In a somewhat curious arrangement, EXCO Resources announced today that it has entered into a "Services and Investment" agreement with a subsidiary of Bluescape Resources Company, LLC to execute "a disciplined performance improvement plan focused on maximizing value for EXCO's shareholders."
Upon closing of the agreement, Bluescape's Executive Chairman will join EXCO's board and become the company's Executive Chairman, and EXCO President and COO Hal Hickey will become EXCO's CEO. Bluescape will buy $10 million of EXCO's common stock directly from the company and another $40 million in the open market within a year of closing. Bluescape will be paid an undisclosed monthly fee and have additional incentive fees. Additionally, it will get up to 80 million warrants for common stock, depending on the recovery of EXCO's stock price.

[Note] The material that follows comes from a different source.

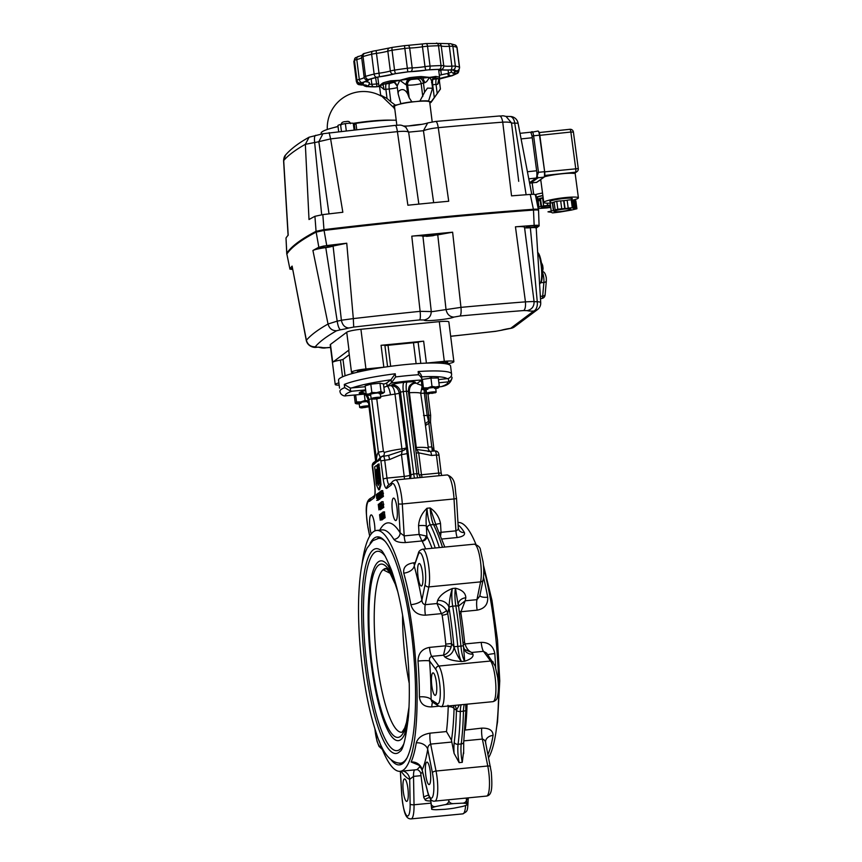 <?xml version="1.0" encoding="UTF-8"?>
<svg xmlns="http://www.w3.org/2000/svg" width="862" height="862" viewBox="0 0 862 862"><rect width="100%" height="100%" fill="white"/><g stroke="black" fill="none" stroke-linecap="round" stroke-linejoin="round"><path stroke-width="1.29" d="M430.623 801.035A23.112 2.952 -7.2 0 1 425.472 800.227A23.112 2.952 -7.2 0 1 429.621 797.458M422.606 772.18L420.753 773.613C420.85 771.468 416.896 768.882 416.874 769.658L417.639 769.604M430.019 733.163A9.676 2.101 84.4 0 0 430.203 741.32A9.676 2.101 84.4 0 0 430.655 744.1C428.608 745.091 427.627 746.826 427.714 749.326A9.676 7.359 9.5 0 0 416.271 742.861C417.887 737.721 422.477 734.478 430.019 733.163L446.473 731.558L451.483 740.146A9.676 2.101 -95.6 0 0 451.817 742.042L430.655 744.1L436.043 771.037A20.968 4.558 84.4 0 1 437.012 777.061A20.968 4.558 84.4 0 1 434.814 801.11L486.545 796.079A20.968 4.558 -95.6 0 0 488.743 772.029A20.968 4.558 -95.6 0 0 487.763 766.006L482.375 739.068C484.541 739.65 485.651 741.18 485.715 743.68L485.575 741.158A9.676 7.359 -170.5 0 1 493.075 735.394A121.003 26.28 84.4 0 1 487.967 754.455M425.753 775.035A11.292 2.457 -95.6 0 0 429.114 784.571A11.292 2.457 -95.6 0 0 430.3 771.619A11.292 2.457 -95.6 0 0 426.927 762.083A11.292 2.457 -95.6 0 0 425.753 775.035M490.403 767.115A3.222 1.325 168.7 0 0 490.435 766.781A3.222 1.325 168.7 0 0 487.763 766.006L436.043 771.037A3.222 1.325 168.7 0 0 432.412 772.751L427.714 749.326A130.679 28.381 84.4 0 1 422.164 769.992L421.992 769.766C419.546 765.639 418.048 763.894 417.499 764.54L419.126 764.669M463.864 740.867L482.375 739.068A9.676 2.101 84.4 0 1 481.933 736.288A9.676 2.101 84.4 0 1 481.739 728.131C489.217 727.981 492.989 730.405 493.075 735.394M464.92 730.092L481.739 728.131M465.836 709.275L465.728 704.308M438.844 706.193L431.808 706.883C424.352 707.088 420.214 703.748 419.406 696.884A9.676 3.814 179.9 0 1 431.097 699.664L431.787 701.614L438.489 705.989A3.222 3.103 -56.9 0 1 437.12 703.586A17.746 3.857 -95.6 0 0 439.663 683.437A17.746 3.857 -95.6 0 0 435.784 669.408L429.588 660.96A130.679 28.381 84.4 0 1 431.097 699.664L437.12 703.586M453.455 705.558L453.434 705.504A4.838 2.554 160 0 1 453.455 705.558L454.069 708.65A4.838 2.392 1.7 0 0 448.218 706.743L447.981 705.31M419.406 696.884A121.003 26.28 -95.6 0 0 418.005 661.046A9.676 1.013 175.8 0 1 429.588 660.96C429.093 658.687 429.804 657.146 431.743 656.359L438.866 666.057A20.968 4.558 84.4 0 1 443.445 682.639A20.968 4.558 84.4 0 1 441.247 706.689L438.489 705.989M418.005 661.046C418.242 653.364 422.068 648.817 429.491 647.394A9.676 2.101 -95.6 0 0 429.632 648.698A9.676 2.101 -95.6 0 0 431.743 656.359L443.499 655.206C447.292 653.816 449.845 651.036 451.171 646.856L445.665 645.821L443.499 655.206L444.717 656.866A9.676 8.879 -36.3 0 0 453.962 646.834C456.138 653.45 458.67 658.342 461.569 661.52C453.358 660.917 447.734 659.365 444.717 656.866M429.491 647.394L445.665 645.821L445.783 644.119L451.526 643.515L451.171 646.856M458.39 606.546A3.222 0.873 170.9 0 0 458.444 606.342A3.222 0.873 170.9 0 0 455.847 605.9L452.712 606.212A3.222 0.873 170.9 0 0 448.983 607.462A19.363 4.202 84.4 0 1 448.973 607.365L447.723 613.432A4.838 1.185 -8.8 0 1 442.131 615.199L436.969 603.54L437.594 600.512C439.685 595.62 444.598 591.623 452.345 588.52C450.524 593.799 449.393 600.071 448.973 607.365A9.676 7.726 11.6 0 0 437.594 600.512M361.943 564.869A121.003 26.28 84.4 0 1 376.672 530.442A121.003 26.28 84.4 0 1 412.79 632.568A121.003 26.28 84.4 0 1 400.108 771.307A121.003 26.28 84.4 0 1 379.011 740.372M425.419 615.188C417.844 615.231 412.995 611.729 410.883 604.682A9.676 3.416 169.6 0 0 421.906 600.092C422.014 602.646 423.113 604.176 425.214 604.682L436.969 603.54C441.01 604.596 444.21 606.913 446.57 610.501A4.838 0.84 152.5 0 1 441.603 613.615L425.419 615.188A9.676 2.101 84.4 0 1 425.235 613.916A9.676 2.101 84.4 0 1 425.214 604.682L428.867 586.903A3.222 2.575 -168.4 0 1 425.074 584.619A17.746 3.857 -95.6 0 0 425.041 567.702A17.746 3.857 -95.6 0 0 418.285 554.535L414.213 566.022A130.679 28.381 84.4 0 1 421.906 600.092L425.074 584.619M410.883 604.682A121.003 26.28 -95.6 0 0 403.772 573.144C402.974 567.379 406.261 563.942 413.609 562.832L414.999 562.692M439.361 547.575A138.75 30.138 84.4 0 0 430.375 524.872A16.13 3.502 -95.6 0 1 427.444 513.105A16.13 3.502 -95.6 0 1 426.992 508.257L430.127 507.944L436.323 525.949A3.222 2.758 153.1 0 0 433.511 524.57L430.375 524.872A3.222 2.758 153.1 0 0 427.175 528.018A19.363 4.202 84.4 0 1 426.324 526.025L426.938 536.476A4.838 4.138 -27 0 1 422.143 541.196L421.927 540.959A4.838 3.62 128 0 0 426.119 536.013L419.083 534.44L418.566 525.669C419.083 518.924 421.895 513.116 426.992 508.257C426.076 514.711 425.85 520.626 426.324 526.025A6.454 1.077 -3.4 0 0 418.566 525.669M405.56 542.554C399.752 542.769 395.863 541.724 393.88 539.407A6.454 5.754 148.6 0 0 400.151 532.878L404.203 535.884L419.083 534.44L421.927 540.959L405.56 542.554A6.454 1.401 84.4 0 1 404.375 537.823A6.454 1.401 84.4 0 1 404.203 535.884L402.306 503.979L454.026 498.947A20.968 4.558 -95.6 0 0 447.184 474.93L395.464 479.962A20.968 4.558 84.4 0 1 401.714 497.665A20.968 4.558 84.4 0 1 402.306 503.979A3.222 0.539 -3.4 0 1 398.427 503.796A17.746 3.857 -95.6 0 0 397.932 498.462A17.746 3.857 -95.6 0 0 391.294 484.983L391.488 483.345C391.66 481.966 392.986 480.845 395.464 479.962M391.197 759.95A114.549 24.879 -95.6 0 0 399.483 764.885A114.549 24.879 -95.6 0 0 411.486 633.548A114.549 24.879 -95.6 0 0 377.297 536.875A114.549 24.879 -95.6 0 0 370.132 543.308M401.638 764.217A114.549 24.879 84.4 0 1 399.537 763.226M377.675 538.502A114.549 24.879 84.4 0 1 379.549 537.112M408.114 720.147L404.655 734.176A90.348 19.621 84.4 0 1 400.787 739.661A90.348 19.621 84.4 0 1 371.339 664.43A90.348 19.621 84.4 0 1 378.332 561.862A90.348 19.621 84.4 0 1 388.299 566.011L394.397 579.102M390.4 573.424L383.073 569.75L386.553 568.661M409.224 683.297A79.056 17.165 84.4 0 1 402.586 615.059M403.772 573.144A9.676 5.926 164.5 0 0 414.213 566.022L418.382 553.145A3.222 2.855 19.5 0 0 418.285 554.535M459.198 611.212A4.838 1.519 10.3 0 0 460.965 611.729L465.189 600.803L476.945 599.661L479.768 596.138L483.097 579.932A3.222 2.575 -168.4 0 1 480.587 581.872A20.968 4.558 -95.6 0 0 480.554 561.884A20.968 4.558 -95.6 0 0 474.294 544.181L422.563 549.213A20.968 4.558 84.4 0 1 428.823 566.916A20.968 4.558 84.4 0 1 428.867 586.903L480.587 581.872L476.945 599.661A9.676 2.101 84.4 0 0 476.966 608.884A9.676 2.101 84.4 0 0 477.139 610.156L460.965 611.729L460.933 613.367A4.838 1.185 -8.8 0 1 459.532 613.442M418.005 576.473A11.292 2.457 -95.6 0 0 421.378 586.009A11.292 2.457 -95.6 0 0 422.563 573.058A11.292 2.457 -95.6 0 0 419.191 563.522A11.292 2.457 -95.6 0 0 418.005 576.473M458.368 606.202L455.481 588.218L452.345 588.52A16.13 3.502 -95.6 0 0 452.378 603.896A16.13 3.502 -95.6 0 0 452.712 606.212A138.75 30.138 84.4 0 1 455.545 626.081A138.75 30.138 84.4 0 1 457.787 646.403L453.951 646.726A19.363 4.202 84.4 0 0 453.962 646.834L451.526 643.515A125.841 27.336 84.4 0 0 449.813 628.333A125.841 27.336 84.4 0 0 447.723 613.432L446.57 610.501M431.819 685.829A11.292 2.457 -95.6 0 0 435.191 695.354A11.292 2.457 -95.6 0 0 436.377 682.402A11.292 2.457 -95.6 0 0 433.004 672.877A11.292 2.457 -95.6 0 0 431.819 685.829M441.247 706.689L492.967 701.657C495.445 700.903 496.868 699.535 497.223 697.541C498.57 692.736 498.742 686.12 497.719 677.694L495.154 665.992L486.588 653.084L483.474 651.327L471.719 652.469L472.926 654.118C473.734 656.844 470.997 659.204 464.704 661.219L463.433 645.81L460.922 646.101A138.75 30.138 -95.6 0 0 458.681 625.769A138.75 30.138 -95.6 0 0 455.847 605.9A16.13 3.502 84.4 0 1 455.513 603.594A16.13 3.502 84.4 0 1 455.481 588.218C462.237 589.91 465.685 593.088 465.814 597.765L465.189 600.803L458.412 606.169M463.099 642.438L464.586 642.298L465.038 643.946L481.212 642.362C488.808 642.309 493.344 646.047 494.81 653.568A9.676 1.013 -4.2 0 0 487.817 654.754M463.336 644.765L465.038 643.946L465.437 645.218C466.848 648.86 468.939 651.273 471.719 652.469L464.133 649.269M463.487 752.461L462.269 762.342A16.13 3.502 84.4 0 1 461.515 757.709A16.13 3.502 84.4 0 1 461.224 743.96A138.75 30.138 -95.6 0 0 463.454 711.172A16.13 3.502 84.4 0 1 464.306 704.448M465.825 709.372A3.222 1.53 -178.7 0 1 465.922 709.749A3.222 1.53 -178.7 0 1 463.454 711.172L460.319 711.473A138.75 30.138 84.4 0 1 458.088 744.262A16.13 3.502 -95.6 0 0 458.379 758.01A16.13 3.502 -95.6 0 0 459.134 762.644L454.08 753.377L451.817 742.042M459.306 704.933L456.429 710.191A9.676 9.31 123.1 0 0 454.77 705.375M434.814 801.11C431.657 801.779 429.222 798.578 427.509 791.499A3.222 1.81 -14.2 0 1 427.498 791.004L422.164 769.992A9.676 8.803 23.7 0 0 411.131 761.997A121.003 26.28 -95.6 0 0 416.271 742.861M418.706 765.1L411.131 761.997M416.96 769.658L420.236 766.415M432.067 548.286A125.841 27.336 84.4 0 0 426.938 536.476L426.119 536.013M442.497 547.273A138.75 30.138 -95.6 0 0 433.511 524.57A16.13 3.502 84.4 0 1 430.58 512.804A16.13 3.502 84.4 0 1 430.127 507.944C435.741 511.769 439.211 516.963 440.514 523.536L441.032 532.307L455.923 530.852C457.862 530.184 458.606 528.977 458.153 527.232L458.907 529.99A6.454 5.754 -31.4 0 0 464.413 532.544C465.211 534.979 462.84 536.638 457.28 537.522A6.454 1.401 84.4 0 1 456.106 532.802A6.454 1.401 84.4 0 1 455.923 530.852L454.026 498.947A3.222 0.539 -3.4 0 0 456.515 498.268C454.393 487.87 456.774 478.507 447.184 474.93M440.644 535.571L441.032 532.307L439.534 532.888M419.007 474.876A4.838 0.614 172.8 0 0 421.464 474.746L422.089 477.376M410.829 384.549L414.342 383.278C410.7 384.646 409.051 387.781 409.385 392.706L416.303 447.475A4.838 2.435 -92.9 0 0 416.809 449.468L418.695 452.873L421.464 474.746L438.704 473.066L436.42 455.007L431.593 455.47L418.695 452.873A4.838 0.614 -7.2 0 1 416.152 453.003M379.98 457.797L381.586 456.601A3.222 3.125 53.1 0 1 383.116 456.009A4.838 1.056 84.4 0 1 383.256 455.955A4.838 1.056 84.4 0 1 384.7 460.039L386.973 478.098L404.224 476.417L404.472 479.089M388.202 455.502L402.155 450.891L401.455 454.554L404.224 476.417A4.838 0.614 172.8 0 0 409.903 475.231L409.655 478.582M431.593 455.47A4.838 1.056 -95.6 0 0 430.149 451.386L416.809 449.468A4.838 2.683 -14.1 0 1 415.678 449.264M438.909 455.19L436.42 455.007A4.838 1.056 -95.6 0 0 434.976 450.923L430.149 451.386A4.838 1.056 -95.6 0 0 430.009 451.44A4.838 4.752 123.6 0 1 428.166 448.208L428.155 446.818A4.838 0.614 172.8 0 0 431.819 446.904L433.995 451.02M427.983 451.419L430.009 451.44M380.023 457.776A3.222 3.125 53.1 0 0 378.827 460.664L376.759 461.816C376.241 458.185 376.78 454.942 378.375 452.108A4.838 0.614 172.8 0 0 383.385 451.171L384.29 452.475A4.838 3.987 -108 0 1 383.515 455.923M387.954 455.535A4.838 1.056 84.4 0 1 388.083 455.481L388.083 455.481A4.838 1.056 84.4 0 1 389.527 459.565L380.907 460.825L380.39 459.489L378.827 460.664M384.29 452.475A24.201 3.092 -7.2 0 1 401.94 448.865A4.838 0.614 -7.2 0 0 406.131 447.852A4.838 2.683 -14.1 0 1 402.155 450.891L395.022 394.106C394.322 389.215 392.932 386.37 390.831 385.573C395.453 385.82 398.244 388.32 399.214 393.083L407.133 453.358A4.838 0.614 -7.2 0 1 401.455 454.554L389.527 459.565M380.39 459.489A3.222 3.125 53.1 0 1 381.586 456.601L389.419 455.276M344.283 384.452L350.231 388.029L350.629 391.208L344.681 387.62L344.283 384.452A56.472 7.219 -7.2 0 1 395.238 373.774L390.906 379.808L386.736 382.933L387.135 386.111A12.908 1.649 -7.2 0 1 387.07 386.154A8.07 2.241 -99.3 0 1 390.443 394.796L380.638 396.498M403.933 382.394L407.069 382.082A8.07 1.756 -95.6 0 0 406.444 391.24L403.308 391.553A8.07 1.756 -95.6 0 1 403.933 382.394A10.484 1.347 -7.2 0 0 391.628 384.969L390.831 385.573A32.271 4.127 -7.2 0 0 387.07 386.154L383.881 387.329M371.662 398.977L378.375 452.108C379.302 455.847 380.217 457.603 381.112 457.377M379.916 457.841L376.759 461.816L368.882 399.462L368.257 400.087M375.649 458.67L376.112 462.312L375.336 461.289A3.222 3.125 -126.9 0 0 374.14 464.165L372.578 465.34A3.222 3.125 -126.9 0 1 373.774 462.463L375.336 461.289M363.031 393.654A10.484 1.347 -7.2 0 1 359.4 392.781A8.07 7.801 -126.9 0 1 368.236 399.957L376.112 462.312L374.14 464.165M372.578 465.34L374.733 485.241A11.292 2.457 84.4 0 1 373.86 498.064L369.442 501.372L370.714 498.441L374.625 495.499M426.83 392.953L424.341 393.169A4.838 0.614 -7.2 0 1 420.688 393.18L421.949 387.404M424.341 393.169L427.153 415.398L429.05 423.199L430.418 421.787M428.155 446.818L425.472 425.58L428.823 423.253L432.336 451.171M425.472 425.58L420.688 393.18A24.201 3.092 172.8 0 0 409.385 392.706A4.838 0.614 -7.2 0 1 408.534 392.727M423.501 415.398A4.838 0.614 -7.2 0 0 427.153 415.398L428.716 415.236A8.469 1.843 -95.6 0 1 428.974 421.41A4.838 2.985 -13.2 0 0 425.332 424.88M424.212 389.861L424.341 393.147A4.838 0.625 -6.7 0 1 420.688 393.115M425.623 389.883A8.07 1.767 -96.1 0 0 425.903 392.964L428.716 415.236L430.58 415.376M407.069 382.082A10.484 1.347 -7.2 0 1 415.139 382.685L414.342 383.278A32.271 4.127 -7.2 0 1 417.423 383.202L417.251 383.816L421.701 385.379M417.423 383.202A12.908 1.649 -7.2 0 1 417.477 383.159L421.647 380.034A51.623 6.605 172.8 0 0 391.305 382.987L391.143 379.463M421.152 381.069A12.908 1.649 -7.2 0 1 420.268 381.069M364.206 394.149L344.337 395.927C341.664 395.184 340.188 393.6 339.93 391.186A56.472 7.219 -7.2 0 1 344.681 387.62M365.639 389.904L351.901 391.24A51.623 6.605 172.8 0 0 345.597 395.96M386.736 382.933A12.908 1.649 -7.2 0 1 383.471 384.15M387.135 386.111L391.305 382.987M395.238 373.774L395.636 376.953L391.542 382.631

EXCO has been foundering since late 2013 when CEO and founder Douglas Miller resigned under pressure. The company hadn't named a replacement CEO, which is not a good sign. A few years ago, Miller and some board members led a failed buyout of the company, and I have the sense that the board of directors has been a bit of a shambles at times.
But why outsource the company's turnaround? What are the specifics of a recovery plan? I'm sure we will find out more in coming days. It feels like an activist shareholder approach, but it still strikes me as odd.
Dallas-based Bluescape positions itself as a private oil and gas investor and operator, but they strike me as more of an investor. They seem to have an affinity for distressed situations, and the energy patch is a good place for that these days. I've said it before, but I still think the EXCO board is positioning the company to flip. Maybe Bluescape will provide the rudder that the company has lacked in these rough seas of late.